Norma budaya dan praktik disinfeksi berbasis gender
Pengaruh budaya dan kelembagaan memainkan peran penting dalam membentuk praktik dan respons terhadap disinfeksi. Norma budaya dalam tim atletik dan organisasi Yunani dapat mendorong berbagai ritual perpeloncoan. Di lingkungan yang didominasi laki-laki, calo sering kali menekankan ketahanan fisik dan agresi, sejalan dengan cita-cita tradisional maskulinitas. Praktik-praktik seperti itu menciptakan persahabatan yang menjadikan latihan sepak bola sebagai sebuah ritus peralihan yang diperlukan untuk ikatan tim. Sebaliknya, organisasi yang berpusat pada perempuan seperti perkumpulan mahasiswa sering kali mengandalkan manipulasi emosional yang berfokus pada penampilan dan status sosial, sehingga melanggengkan intimidasi psikologis melalui taktik seperti kurang tidur dan penghinaan di depan umum. Respons institusional juga cenderung bervariasi tergantung pada sifat insiden disinfeksi dan jenis kelamin korban. Kekerasan fisik dan pelecehan terhadap laki-laki yang berpusat pada alkohol sering kali memicu respons institusional yang lebih kuat, mengingat risiko hukum dan perhatian media, sementara insiden terhadap perempuan yang melibatkan pelecehan psikologis terkadang diremehkan atau dianggap tidak terlalu serius. Kesenjangan dalam respons ini menyoroti bias sosial, di mana korban perempuan sering kali kurang menerima dukungan dan kesulitan melaporkan kejadian karena takut akan pemecatan atau dampak sosial.
Peran media sosial dalam mendisinfeksi visibilitas
Munculnya media sosial semakin memperumit visibilitas perpeloncoan. Insiden yang berfokus pada laki-laki, seringkali lebih dramatis atau penuh kekerasan, menarik lebih banyak perhatian media dan memperkuat stereotip tentang maskulinitas dan budaya perpeloncoan. Sebaliknya, sifat penguntitan perempuan yang bersifat lebih pribadi dan manipulatif secara emosional menjadi kurang terlihat, menyebabkan kesalahpahaman tentang keseriusannya dan melanggengkan budaya diam seputar pengalaman ini. Oleh karena itu, media sosial dapat menjadi alat advokasi dan platform untuk meremehkan penyimpangan, sehingga menghambat upaya untuk mengatasinya.
Dampak advokasi dan reformasi hukum
Perubahan dalam sikap kesehatan mental dan inisiatif anti-pelecehan mulai membentuk kembali budaya penindasan dengan mengakui dampak psikologis terhadap korban laki-laki dan perempuan. Kampanye kesadaran dan program pendidikan yang berfokus pada hubungan dan persetujuan yang sehat menjadi lebih lazim di kampus-kampus, dengan tujuan mencegah insiden dengan memupuk rasa hormat dan komunikasi di antara teman sebaya. Perubahan-perubahan ini dapat menciptakan lingkungan yang lebih aman bagi semua siswa, sekaligus menumbuhkan pemahaman yang lebih luas mengenai konsekuensi psikologis, terutama bagi perempuan korban yang selama ini terabaikan.
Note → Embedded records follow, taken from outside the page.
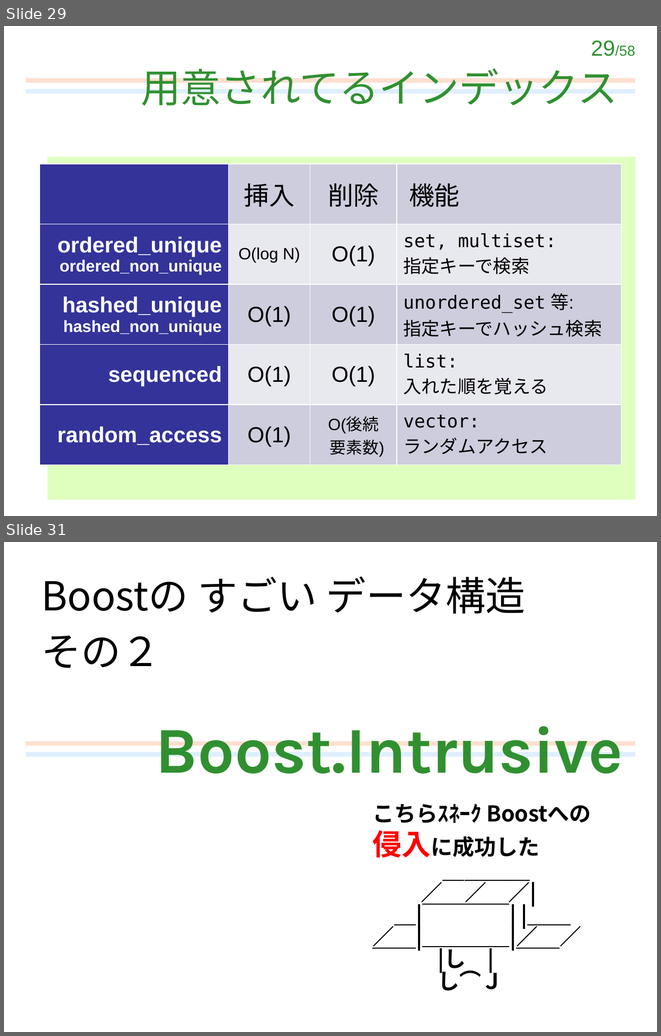
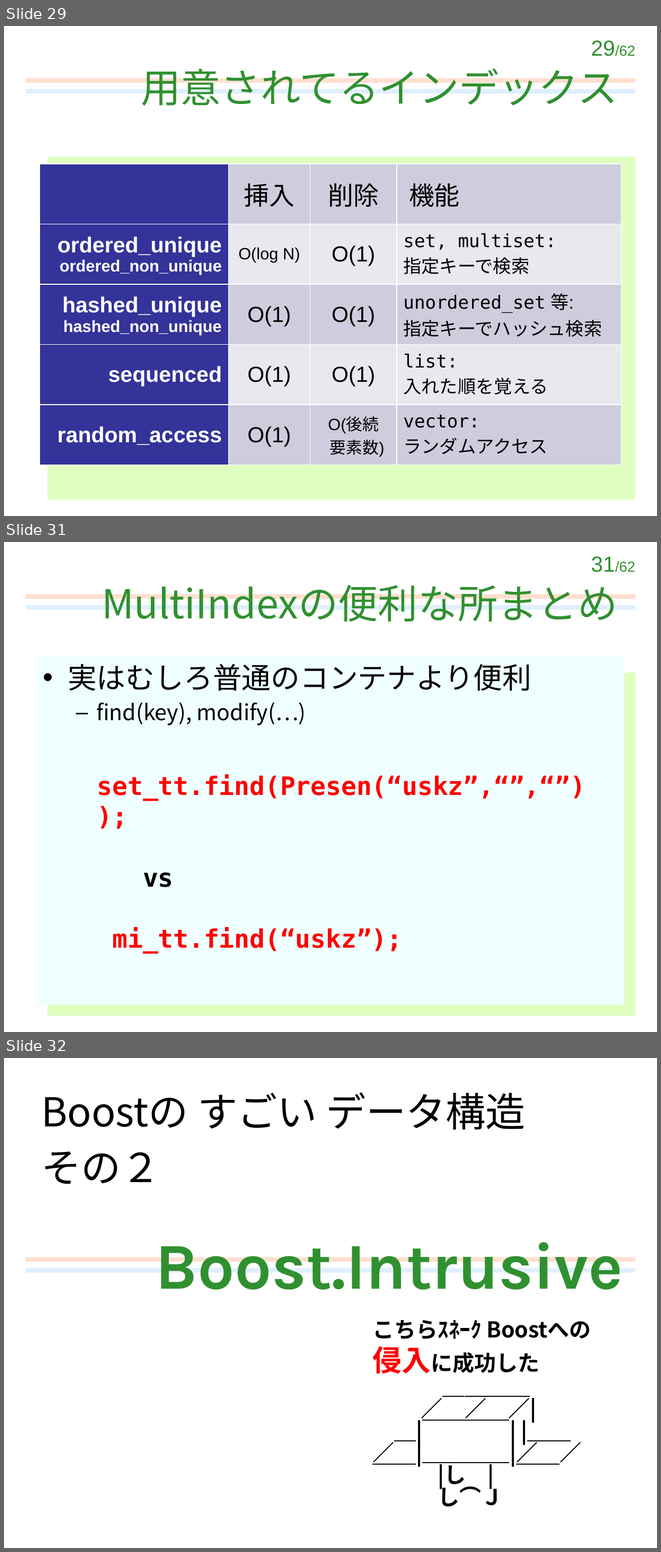
Before and after one commit to kinaba/mint, a slide deck: slide_boostjp.pptx. Shown one above the other, each under a label of ours: slides 29 and 31 before the commit, slides 29, 31 and 32 after it; the slides between them are not shown. The pictures are 661x1036 and 661x1552 pixels, drawn with LibreOffice and Linux fonts; fonts in the diff are those of the drawing. Boxes give left, top, right and bottom in pixels: in the first picture for what was removed or moved away, otherwise in the second. Text is boxed around its words. In the diff, an @@ line names an element or a change of style, - is before the commit and + after.

```diff
--- a/slide_boostjp.pptx
+++ b/slide_boostjp.pptx
@@ slide 31 added at [4,542,657,1032], background #FFFFFF; not listed: 4 template elements that a slide beside it also shows @@
@@ title added at [102,585,617,622], 44 pt, text #309030 @@
+MultiIndexの便利な所まとめ
@@ text added at [37,656,624,1004], fill #EFFFFF, 24 pt, text #000000 @@
+• 実はむしろ普通のコンテナより便利
+  – find(key), modify(…)
@@ text added at [97,774,585,953], 28 pt, text #FF0000, bold @@
+set_tt.find(Presen(“uskz”,“”,“”));
+vs
+mi_tt.find(“uskz”);
@@ page number at [591,40,635,56]: text changed @@
-29/58
+29/62
@@ what was slide 31 is now slide 32 @@
```
Also in this commit, not shown: 7 slides changed, 1 other file.

Prioritas saya adalah mencari siswa yang kehilangan nyawa dalam insiden tragis ini, serta keluarga mereka, untuk melihat bagaimana mereka mengatasinya dan untuk mengetahui apakah keadilan telah ditegakkan. Dalam kasus Kristin High, keadilan tidak pernah sepenuhnya ditegakkan; tidak ada yang dituntut atas kematiannya. Yang menyedihkan, orang-orang yang dulu rutin mengunjungi rumahnya dan bermain dengan anaknya yang berusia dua tahun bahkan tidak lagi menatap mata keluarganya. Keterasingan dan kurangnya akuntabilitas ini memperdalam kerugian dan menyoroti kesenjangan sosial dan kelembagaan dalam memberikan dukungan kepada para korban dan orang-orang yang mereka cintai pasca tragedi penindasan.
Setelah kematian tragis Tim Piazza, keluarganya menjadi sangat terlibat dalam advokasi anti-intimidasi, berupaya mencegah tragedi serupa dan mencari pertanggungjawaban. Orang tua Tim, Jim dan Evelyn Piazza, mendirikan Timothy J. Memorial Foundation. Piazza dan bergabung dengan keluarga lain yang terkena dampak malapraktik untuk mengadvokasi undang-undang dan pendidikan yang lebih ketat. Mereka secara aktif mengadvokasi pengesahan Undang-Undang Anti-Perpeloncoan Timothy J. Pennsylvania. Piazza, yang ditandatangani pada tahun 2018, meningkatkan hukuman bagi penyimpangan, terutama untuk insiden yang melibatkan cedera serius atau kematian. Undang-undang ini menginspirasi undang-undang serupa di negara bagian lain, dengan tujuan menerapkan hukuman yang lebih ketat dan mendorong praktik yang lebih aman di sekolah dan universitas.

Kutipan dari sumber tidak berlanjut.